High-order divergence-free method for compressible MHD with shock waves

Abstract

This paper presents a new strategy that is very simple, divergence-free-preserving, highresolution, and high-order-accurate for simulation of compressible magnetohydrodynamics flows with shock waves. The proposed method is to explicitly adds physically-consistent artificial diffusion terms to the induction equations in a conservation law form in order to robustly capture numerical discontinuities in the magnetic field. We analytically show that the physically-consistent artificial diffusion terms act as a diffusion term only in the curl of magnetic field to capture numerical discontinuities in the magnetic field while not affecting the divergence field (thus maintaining divergence-free constraint).
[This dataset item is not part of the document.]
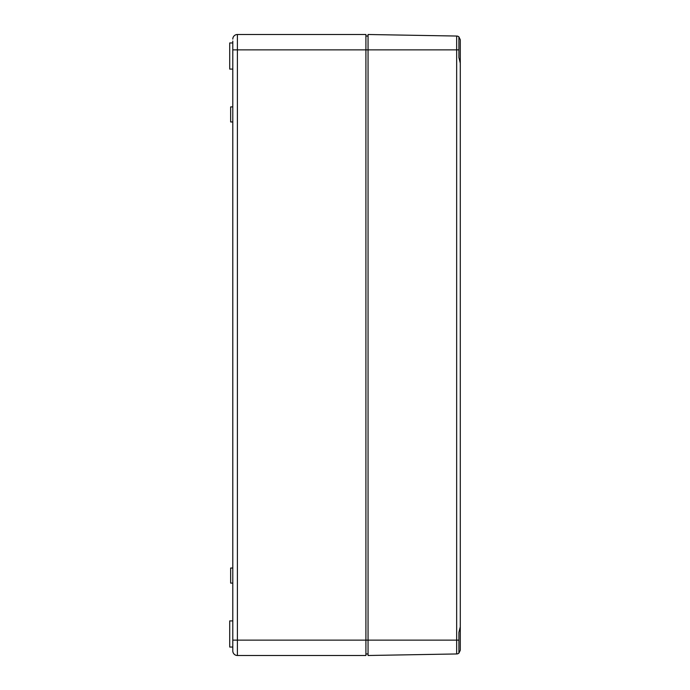 <?xml version="1.0" encoding="UTF-8"?>
<svg xmlns="http://www.w3.org/2000/svg" width="690" height="690" viewBox="0 0 690 690"><rect width="100%" height="100%" fill="white"/><g stroke="black" fill="none" stroke-linecap="round" stroke-linejoin="round"><path stroke-width="1.03" d="M460.282 103.897L460.282 39.735L458.902 36.855A3.692 3.692 0 0 0 456.659 36.044L368.055 34.5L368.055 49.87L237.403 49.87L237.403 34.5A4.614 4.614 0 0 0 232.789 39.114A4.614 4.614 0 0 1 237.403 34.5L365.907 34.5L365.907 655.5L237.403 655.5A4.614 4.614 0 0 1 232.789 650.886A4.614 4.614 0 0 0 237.403 655.5L237.403 640.13L232.789 640.13L232.789 650.886A4.614 4.614 0 0 0 237.403 655.5A4.614 4.614 0 0 1 232.789 650.886L232.789 648.919M232.789 640.13L232.789 41.081M232.789 106.898L230.641 106.898L230.641 121.966L232.789 121.966M232.789 568.034L230.641 568.034L230.641 583.102L232.789 583.102M365.907 36.035L368.055 36.035M365.907 653.965L368.055 653.965M232.789 42.953L229.718 42.953L229.718 69.086L232.789 69.086M232.789 620.914L229.718 620.914L229.718 647.048L232.789 647.048M458.902 57.555L460.282 63.144L460.282 626.856L458.902 632.351L458.902 653.145L460.282 650.265L460.282 586.103M232.789 49.87L237.403 49.87L237.403 640.13L368.055 640.13L368.055 49.87L456.659 49.87L456.659 36.044A3.692 3.692 0 0 1 458.902 36.855L458.902 49.87L456.659 49.87L456.659 653.956A3.692 3.692 0 0 0 458.902 653.145A3.692 3.692 0 0 1 456.659 653.956A3.692 3.692 0 0 0 458.902 653.145A3.692 3.692 0 0 1 456.659 653.956L368.055 655.5L368.055 640.13L458.902 640.13M458.902 57.65L458.902 49.87M237.403 34.5A4.614 4.614 0 0 0 232.789 39.114A4.614 4.614 0 0 1 237.403 34.5"/></g></svg>

The artificial terms can be easily constructed (and also easily implemented in an existing code) by augmenting the physical magnetic resistivity by the artificial magnetic resistivity. Any linear differencing scheme in an arbitrary order of accuracy can be used to discretize the modified governing equations associated with the artificial magnetic resistivity to satisfy the divergence-free constraints numerically at the discretization level (sixth-order compact differencing scheme is used in this study). The artificial magnetic resistivity is dynamically localized only near the discontinuities and automatically vanishes in smooth regions, thus preserving the nondissipative and high-wavenumber-resolution characteristics of high-order accurate compact scheme in smooth regions.